**What to produce:** Once the pictures are set aside, transcribe the remaining data exactly.

Extracted records:
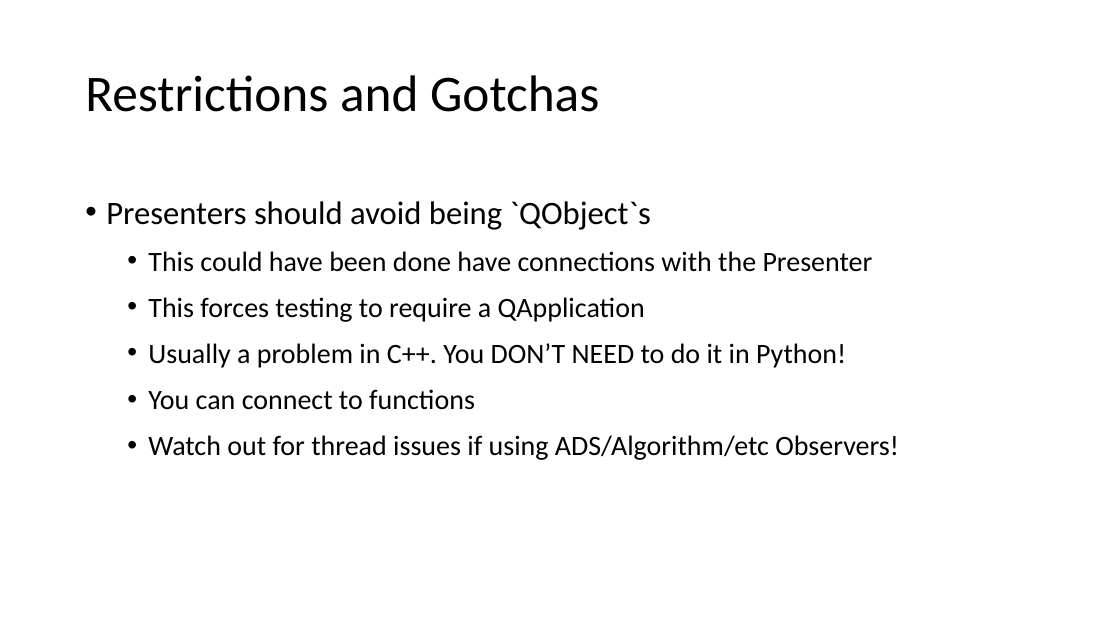
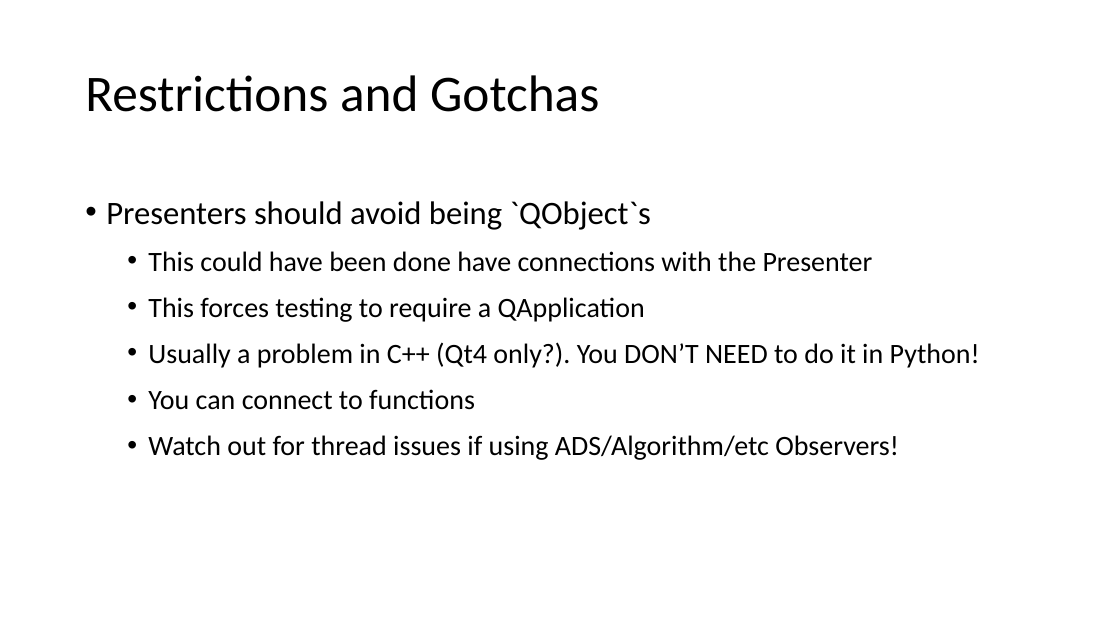
Before and after one commit to DTasev/mvp, a slide deck: slide 7 of MVP Tutorial.pptx. Drawn at 1120x630 pixels with LibreOffice and Linux fonts; fonts in the diff are those of the drawing. Boxes give left, top, right and bottom in pixels: in the first picture for what was removed or moved away, otherwise in the second. Text is boxed around its words. In the diff, an @@ line names an element or a change of style, - is before the commit and + after.

```diff
--- a/MVP Tutorial.pptx
+++ b/MVP Tutorial.pptx
@@ text at <box>148,342,980,368</box>: text changed @@
-  • Usually a problem in C++. You DON’T NEED to do it in Python!
+  • Usually a problem in C++ (Qt4 only?). You DON’T NEED to do it in Python!
```
Also in this commit, not shown: 2 other slides changed, 3 slides added, 1 other file.
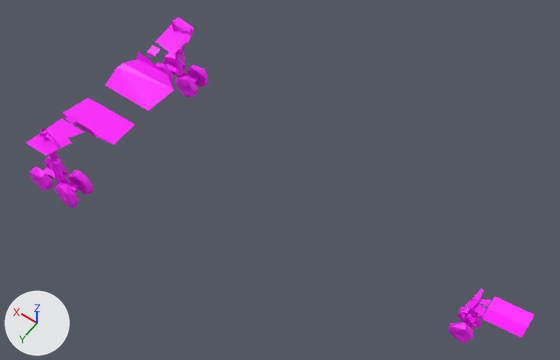
An edit to the glTF model public/models/a330.gear.glb, drawn before and after from the same camera.
Rendered twice from a 50 mm camera at (-18.9, 19.2, 28.5) aimed at (-4.8, -0.5, -2.5). Lighting does not change. The marker at lower left points along +X, +Y and +Z. The picture after the commit comes second.

Names of what the first picture shows: 'gear'.
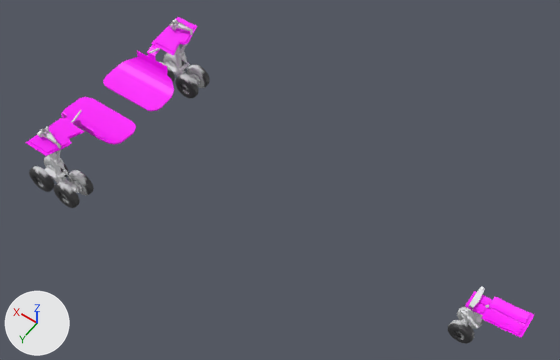
What changed in the scene script:
```text
Change me_mesh_0:
    used by ob_gear; location = (0.0, 0.0, 0.0)
    remove me_mesh_0.from_pydata(...)  # 628 vertices, 718 faces; spans x -18.5..7.9, y -5.9..5.9, z -5.5..-0.7
    add me_mesh_0.from_pydata(...)  # 5478 vertices, 8978 faces; spans x -18.5..7.9, y -5.9..5.9, z -5.6..-0.6
    me_mesh_0 part 1: 51 vertices moved within x 4.6..7.7, y -5.7..5.6, z -5.5..-0.7; 3 vertices removed from x 4.6..7.0, y 4.4..5.7, z -5.2..-4.4; 3805 vertices added at x 3.7..7.9, y -5.9..5.9, z -5.6..-0.6
    me_mesh_0 part 2: 19 vertices moved within x -16.5..-15.7, y -0.3..0.3, z -5.4..-2.5; 1 vertex removed from x -16.0, y 0.6, z -5.1; 1030 vertices added at x -18.5..-15.3, y -0.7..0.7, z -5.4..-2.1
    me_mesh_0 part 3: 7 kept faces spanning x -16.1..7.0, y -5.4..5.2, z -4.9..-0.7 get new vertex colours; the middle colour goes from pink #ff00ff to white #e7e8ea
    other edits to the shape of me_mesh_0 do not show in these pictures
```

Pixel boxes (x1, y1, x2, y2) of what changed, in the pictures (560 x 360 px):
'gear', reshaped: before (26, 17, 534, 343); after (26, 17, 534, 344)
part 1 of me_mesh_0, built on: before (30, 23, 199, 203); after (26, 17, 210, 208)
part 2 of me_mesh_0, built on: before (450, 299, 486, 330); after (448, 287, 534, 344)
part 3 of me_mesh_0, recoloured: before (43, 73, 466, 318); after (44, 167, 472, 309)

**Result below:**
Before and after one commit to DTasev/mvp, a slide deck: slide 7 of MVP Tutorial.pptx. Drawn at 1120x630 pixels with LibreOffice and Linux fonts; fonts in the diff are those of the drawing. Boxes give left, top, right and bottom in pixels: in the first picture for what was removed or moved away, otherwise in the second. Text is boxed around its words. In the diff, an @@ line names an element or a change of style, - is before the commit and + after.

```diff
--- a/MVP Tutorial.pptx
+++ b/MVP Tutorial.pptx
@@ text at <box>148,342,980,368</box>: text changed @@
-  • Usually a problem in C++. You DON’T NEED to do it in Python!
+  • Usually a problem in C++ (Qt4 only?). You DON’T NEED to do it in Python!
```
Also in this commit, not shown: 2 other slides changed, 3 slides added, 1 other file.
An edit to the glTF model public/models/a330.gear.glb, drawn before and after from the same camera.
Rendered twice from a 50 mm camera at (-18.9, 19.2, 28.5) aimed at (-4.8, -0.5, -2.5). Lighting does not change. The marker at lower left points along +X, +Y and +Z. The picture after the commit comes second.

Names of what the first picture shows: 'gear'.
What changed in the scene script:
```text
Change me_mesh_0:
    used by ob_gear; location = (0.0, 0.0, 0.0)
    remove me_mesh_0.from_pydata(...)  # 628 vertices, 718 faces; spans x -18.5..7.9, y -5.9..5.9, z -5.5..-0.7
    add me_mesh_0.from_pydata(...)  # 5478 vertices, 8978 faces; spans x -18.5..7.9, y -5.9..5.9, z -5.6..-0.6
    me_mesh_0 part 1: 51 vertices moved within x 4.6..7.7, y -5.7..5.6, z -5.5..-0.7; 3 vertices removed from x 4.6..7.0, y 4.4..5.7, z -5.2..-4.4; 3805 vertices added at x 3.7..7.9, y -5.9..5.9, z -5.6..-0.6
    me_mesh_0 part 2: 19 vertices moved within x -16.5..-15.7, y -0.3..0.3, z -5.4..-2.5; 1 vertex removed from x -16.0, y 0.6, z -5.1; 1030 vertices added at x -18.5..-15.3, y -0.7..0.7, z -5.4..-2.1
    me_mesh_0 part 3: 7 kept faces spanning x -16.1..7.0, y -5.4..5.2, z -4.9..-0.7 get new vertex colours; the middle colour goes from pink #ff00ff to white #e7e8ea
    other edits to the shape of me_mesh_0 do not show in these pictures
```

Pixel boxes (x1, y1, x2, y2) of what changed, in the pictures (560 x 360 px):
'gear', reshaped: before (26, 17, 534, 343); after (26, 17, 534, 344)
part 1 of me_mesh_0, built on: before (30, 23, 199, 203); after (26, 17, 210, 208)
part 2 of me_mesh_0, built on: before (450, 299, 486, 330); after (448, 287, 534, 344)
part 3 of me_mesh_0, recoloured: before (43, 73, 466, 318); after (44, 167, 472, 309)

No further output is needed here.